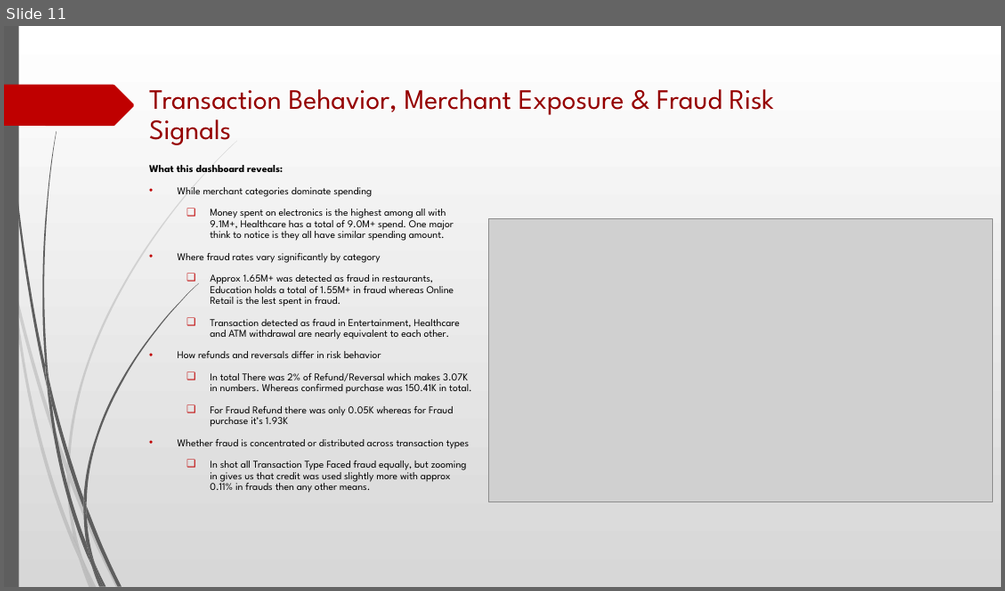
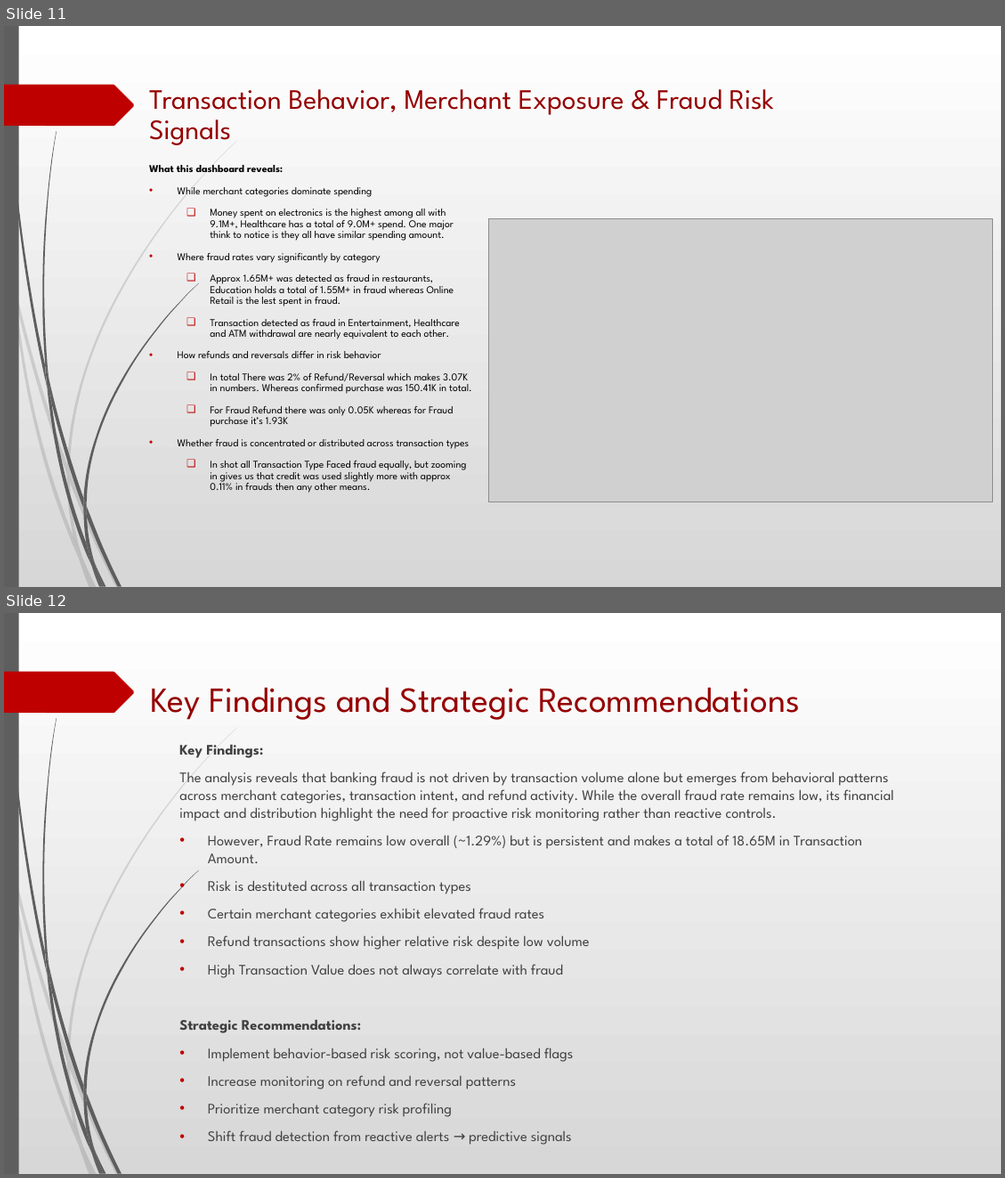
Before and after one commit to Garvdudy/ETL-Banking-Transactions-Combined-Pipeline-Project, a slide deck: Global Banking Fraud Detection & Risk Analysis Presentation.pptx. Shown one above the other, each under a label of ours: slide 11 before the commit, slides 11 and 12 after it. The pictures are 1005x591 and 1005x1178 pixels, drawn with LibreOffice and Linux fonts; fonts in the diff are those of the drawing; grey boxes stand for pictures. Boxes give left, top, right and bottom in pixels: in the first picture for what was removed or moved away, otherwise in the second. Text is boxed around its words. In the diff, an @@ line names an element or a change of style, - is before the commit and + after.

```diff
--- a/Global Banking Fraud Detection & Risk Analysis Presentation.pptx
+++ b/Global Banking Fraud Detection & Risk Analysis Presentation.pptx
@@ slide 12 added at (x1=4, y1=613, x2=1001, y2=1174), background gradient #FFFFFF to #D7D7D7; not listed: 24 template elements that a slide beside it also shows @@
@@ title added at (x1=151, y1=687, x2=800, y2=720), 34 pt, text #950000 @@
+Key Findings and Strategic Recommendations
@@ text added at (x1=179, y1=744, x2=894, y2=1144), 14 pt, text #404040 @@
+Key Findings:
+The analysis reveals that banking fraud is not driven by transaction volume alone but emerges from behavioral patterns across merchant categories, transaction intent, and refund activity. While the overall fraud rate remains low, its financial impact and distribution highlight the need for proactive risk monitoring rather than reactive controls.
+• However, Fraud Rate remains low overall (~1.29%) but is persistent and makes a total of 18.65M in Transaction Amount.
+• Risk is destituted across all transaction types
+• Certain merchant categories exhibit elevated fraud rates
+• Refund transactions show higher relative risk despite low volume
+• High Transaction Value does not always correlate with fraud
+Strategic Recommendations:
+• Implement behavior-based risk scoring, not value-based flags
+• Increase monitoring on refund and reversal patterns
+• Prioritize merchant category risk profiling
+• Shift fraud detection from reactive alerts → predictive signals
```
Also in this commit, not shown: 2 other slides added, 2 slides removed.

* * *

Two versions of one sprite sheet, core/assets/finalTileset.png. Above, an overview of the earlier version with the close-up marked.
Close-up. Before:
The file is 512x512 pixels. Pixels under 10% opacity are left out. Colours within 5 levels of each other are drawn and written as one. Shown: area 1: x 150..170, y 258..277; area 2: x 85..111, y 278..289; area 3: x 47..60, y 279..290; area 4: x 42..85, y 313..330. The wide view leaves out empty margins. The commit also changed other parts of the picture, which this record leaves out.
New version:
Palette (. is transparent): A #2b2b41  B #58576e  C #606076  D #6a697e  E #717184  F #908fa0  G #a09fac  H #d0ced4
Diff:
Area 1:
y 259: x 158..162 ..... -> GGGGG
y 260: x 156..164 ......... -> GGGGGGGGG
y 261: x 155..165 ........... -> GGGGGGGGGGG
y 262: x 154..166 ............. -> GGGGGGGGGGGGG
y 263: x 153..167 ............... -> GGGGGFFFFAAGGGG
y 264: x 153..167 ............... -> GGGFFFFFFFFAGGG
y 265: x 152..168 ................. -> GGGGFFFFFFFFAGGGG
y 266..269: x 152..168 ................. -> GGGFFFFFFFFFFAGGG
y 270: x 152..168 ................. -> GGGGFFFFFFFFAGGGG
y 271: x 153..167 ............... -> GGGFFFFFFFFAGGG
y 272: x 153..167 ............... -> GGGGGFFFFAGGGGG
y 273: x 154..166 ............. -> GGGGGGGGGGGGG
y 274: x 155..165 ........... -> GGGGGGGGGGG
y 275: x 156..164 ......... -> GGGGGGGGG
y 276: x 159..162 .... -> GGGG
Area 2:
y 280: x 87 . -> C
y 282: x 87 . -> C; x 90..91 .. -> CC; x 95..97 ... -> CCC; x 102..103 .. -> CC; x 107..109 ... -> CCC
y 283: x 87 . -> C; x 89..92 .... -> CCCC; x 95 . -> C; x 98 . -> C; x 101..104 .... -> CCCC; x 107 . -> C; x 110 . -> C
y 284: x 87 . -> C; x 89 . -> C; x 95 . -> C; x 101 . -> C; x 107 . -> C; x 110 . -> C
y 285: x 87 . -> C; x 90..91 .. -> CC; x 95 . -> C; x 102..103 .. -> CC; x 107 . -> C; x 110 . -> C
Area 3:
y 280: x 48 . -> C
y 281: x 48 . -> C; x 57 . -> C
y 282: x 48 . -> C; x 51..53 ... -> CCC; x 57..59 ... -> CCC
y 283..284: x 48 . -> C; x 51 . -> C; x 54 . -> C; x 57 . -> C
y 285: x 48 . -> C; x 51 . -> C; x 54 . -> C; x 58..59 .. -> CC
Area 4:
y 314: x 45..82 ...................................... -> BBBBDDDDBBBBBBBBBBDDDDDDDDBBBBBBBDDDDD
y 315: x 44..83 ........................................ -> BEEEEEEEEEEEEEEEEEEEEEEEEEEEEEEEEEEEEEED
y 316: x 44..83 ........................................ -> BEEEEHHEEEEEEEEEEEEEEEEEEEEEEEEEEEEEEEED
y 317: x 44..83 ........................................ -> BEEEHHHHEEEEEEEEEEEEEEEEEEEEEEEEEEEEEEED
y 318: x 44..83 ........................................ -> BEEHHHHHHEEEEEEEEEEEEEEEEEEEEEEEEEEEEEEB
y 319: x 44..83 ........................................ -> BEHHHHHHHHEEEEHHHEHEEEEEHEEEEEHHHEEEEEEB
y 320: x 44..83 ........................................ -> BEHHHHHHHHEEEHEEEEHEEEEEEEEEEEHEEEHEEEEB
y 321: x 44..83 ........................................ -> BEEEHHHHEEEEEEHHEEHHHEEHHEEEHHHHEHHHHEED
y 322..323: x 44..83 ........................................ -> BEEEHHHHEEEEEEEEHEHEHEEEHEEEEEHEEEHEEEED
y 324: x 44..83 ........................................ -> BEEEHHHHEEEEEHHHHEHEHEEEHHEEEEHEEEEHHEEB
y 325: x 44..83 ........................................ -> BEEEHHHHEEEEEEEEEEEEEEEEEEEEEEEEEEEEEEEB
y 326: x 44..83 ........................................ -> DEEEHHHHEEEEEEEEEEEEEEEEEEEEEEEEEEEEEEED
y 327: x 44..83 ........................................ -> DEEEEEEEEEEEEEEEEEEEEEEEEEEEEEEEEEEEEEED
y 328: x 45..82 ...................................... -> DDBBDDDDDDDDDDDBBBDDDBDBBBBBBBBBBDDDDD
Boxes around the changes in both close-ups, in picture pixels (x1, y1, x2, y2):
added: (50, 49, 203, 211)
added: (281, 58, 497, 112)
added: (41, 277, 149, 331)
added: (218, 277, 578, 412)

* * *

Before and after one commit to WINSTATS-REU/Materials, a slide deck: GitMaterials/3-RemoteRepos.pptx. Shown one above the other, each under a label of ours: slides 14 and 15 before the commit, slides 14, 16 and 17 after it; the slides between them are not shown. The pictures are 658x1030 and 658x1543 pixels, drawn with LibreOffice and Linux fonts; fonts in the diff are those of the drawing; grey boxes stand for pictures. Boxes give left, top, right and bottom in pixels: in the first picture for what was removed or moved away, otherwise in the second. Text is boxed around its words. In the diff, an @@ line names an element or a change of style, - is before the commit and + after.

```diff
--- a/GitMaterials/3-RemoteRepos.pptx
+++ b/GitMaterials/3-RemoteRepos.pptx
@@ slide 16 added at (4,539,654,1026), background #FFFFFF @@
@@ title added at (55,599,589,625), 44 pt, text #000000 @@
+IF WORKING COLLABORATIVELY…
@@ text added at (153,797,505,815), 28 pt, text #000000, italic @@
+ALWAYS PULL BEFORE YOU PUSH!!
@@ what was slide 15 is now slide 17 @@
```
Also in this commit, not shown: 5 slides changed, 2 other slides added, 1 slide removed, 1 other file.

§ **WHAT YOU WILL DO**
Within the records above, each line containing "names" is to be returned.

§ **EXERCISE SOLUTION**
Before and after one commit to Garvdudy/ETL-Banking-Transactions-Combined-Pipeline-Project, a slide deck: Global Banking Fraud Detection & Risk Analysis Presentation.pptx. Shown one above the other, each under a label of ours: slide 11 before the commit, slides 11 and 12 after it. The pictures are 1005x591 and 1005x1178 pixels, drawn with LibreOffice and Linux fonts; fonts in the diff are those of the drawing; grey boxes stand for pictures. Boxes give left, top, right and bottom in pixels: in the first picture for what was removed or moved away, otherwise in the second. Text is boxed around its words. In the diff, an @@ line names an element or a change of style, - is before the commit and + after.
Before and after one commit to WINSTATS-REU/Materials, a slide deck: GitMaterials/3-RemoteRepos.pptx. Shown one above the other, each under a label of ours: slides 14 and 15 before the commit, slides 14, 16 and 17 after it; the slides between them are not shown. The pictures are 658x1030 and 658x1543 pixels, drawn with LibreOffice and Linux fonts; fonts in the diff are those of the drawing; grey boxes stand for pictures. Boxes give left, top, right and bottom in pixels: in the first picture for what was removed or moved away, otherwise in the second. Text is boxed around its words. In the diff, an @@ line names an element or a change of style, - is before the commit and + after.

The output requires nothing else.